Photo credit: peruisay

Given that workplace compensation for bilingualism is becoming more and more scarce in the U.S., I am grateful that I can reap the benefits of my Spanish skills as a self-employed tutor. While I do not get paid more per hour for being bilingual, I often book Spanish-speaking clients, whose business I would otherwise lose due to an inability to communicate.

In Orlando (where I live) and all over Florida, there is a particularly great need for ways to bridge the gap between immigrants and their first-generation children, especially when it comes to educational quality. Many of my students struggle in middle and high school with English reading and writing skills because their monolingual parents cannot reinforce these at home. Along with catering to the Latino market for day-to-day academic tutoring needs, I want to someday specialize in assisting bilingual teenagers with the college and scholarship application processes. The potential roles of Spanish in a family-oriented business such as mine are infinite. I can only hope that my Spanish communication continues to be appreciated as it becomes more and more necessary for this rapidly transforming demographic to easily acquire the same goods and services as monolingual, English-speaking Americans.

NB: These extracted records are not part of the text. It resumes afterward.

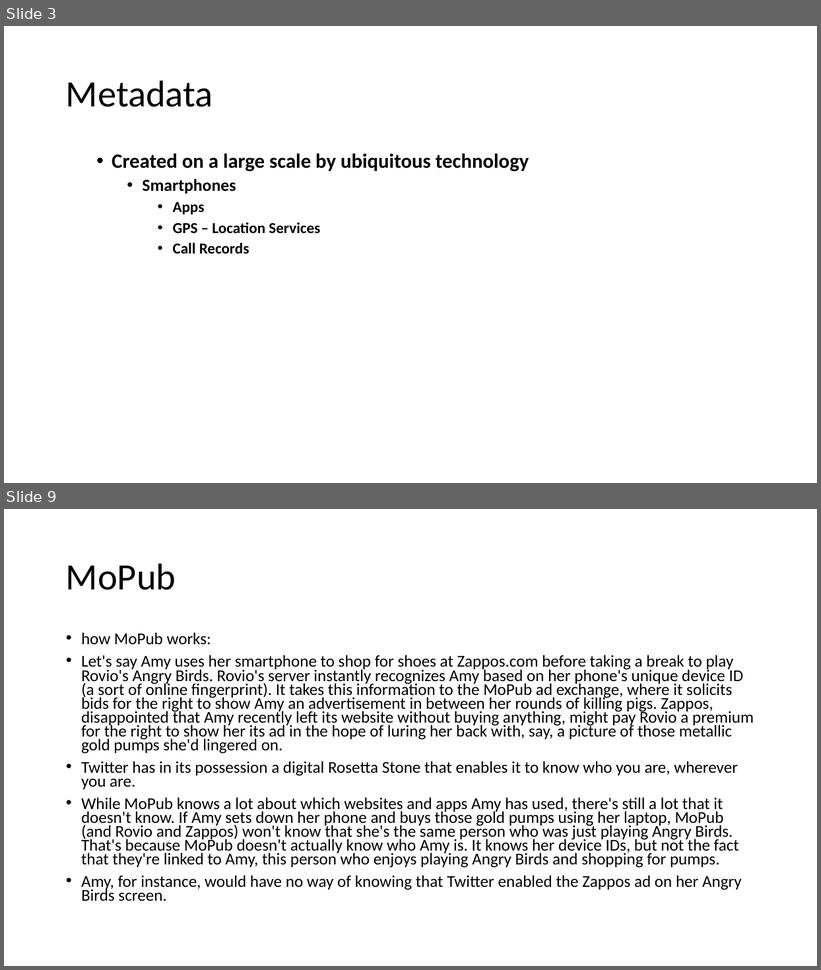
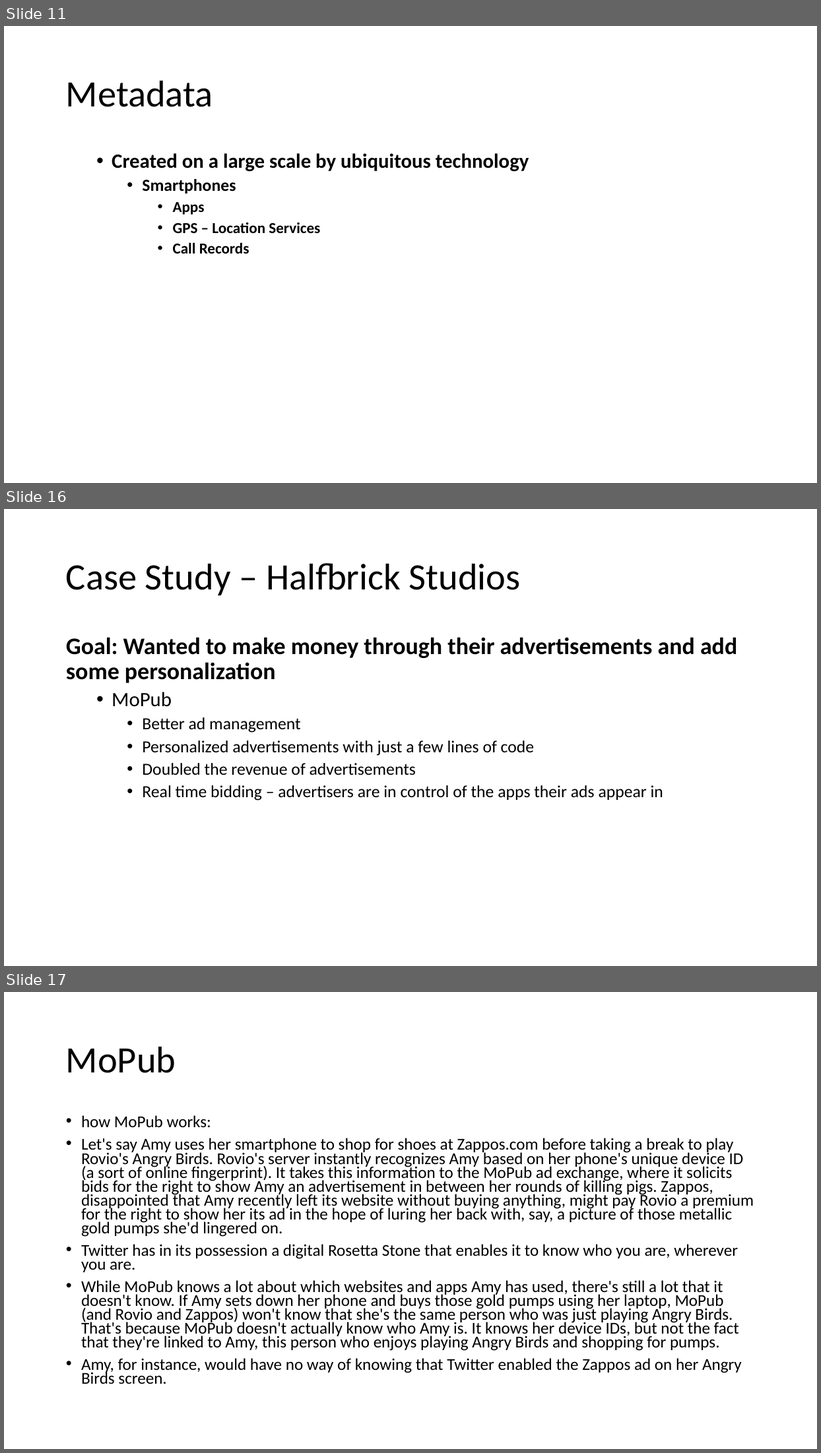
Before and after one commit to deniseygrace/COT-4935-Group-7-Project, a slide deck: Twitter.pptx. Shown one above the other, each under a label of ours: slides 3 and 9 before the commit, slides 11, 16 and 17 after it; the slides between them are not shown. The pictures are 821x970 and 821x1453 pixels, drawn with LibreOffice and Linux fonts; fonts in the diff are those of the drawing. Boxes give left, top, right and bottom in pixels: in the first picture for what was removed or moved away, otherwise in the second. Text is boxed around its words. In the diff, an @@ line names an element or a change of style, - is before the commit and + after.

```diff
--- a/Twitter.pptx
+++ b/Twitter.pptx
@@ slide 16 added at [4, 509, 817, 966], background #FFFFFF @@
@@ title added at [66, 563, 521, 595], 44 pt, text #000000 @@
+Case Study – Halfbrick Studios
@@ text added at [66, 637, 737, 801], 20 pt, text #000000 @@
+Goal: Wanted to make money through their advertisements and add some personalization
+  • MoPub
+    • Better ad management
+    • Personalized advertisements with just a few lines of code
+    • Doubled the revenue of advertisements
+    • Real time bidding – advertisers are in control of the apps their ads appear in
@@ what was slide 3 is now slide 11 @@
@@ what was slide 9 is now slide 17 @@
```
Also in this commit, not shown: 5 slides changed, 10 other slides added.

On a personal note, I am enjoying every little opportunity to conduct my professional life in my second language. It serves to shift the balance between the two languages in my life in a more challenging direction: the Spanish direction. It makes my spontaneous Spanish (as opposed to the planned, expected Spanish use) much more advanced and comfortable. My cultural knowledge also allows me to earn the long-term respect of my clients, since many of those who can speak Spanish only in a business context do not pay attention to variations in nationality, dialect, and customs.

This shift has had an effect on the amount and complexity of Spanish that my son hears me using. It used to be that I would speak Spanish to him and English to everyone else. Now, he overhears my phone calls in Spanish with current and potential clients and listens to me reading my business materials aloud to myself as I translate them. Without explicitly stating it, I am showing him yet another benefit of speaking Spanish in his community. In the same way that it is important for bilingual children to be acquainted with the casual, personal purposes of both of their tongues, it is essential that they absorb the more substantive, professional uses so that they ultimately perceive language as the multifunctional tool that it is for all of us.

I anticipate Spanish becoming an even bigger part of my work life. Luckily, work and home often collide in my world, and the way that I incorporate Spanish in my job supports my ongoing decision to parent a bilingual.

I am interested in hearing from the SB community: do your children have an opportunity to observe your professional, more formal Spanish usage?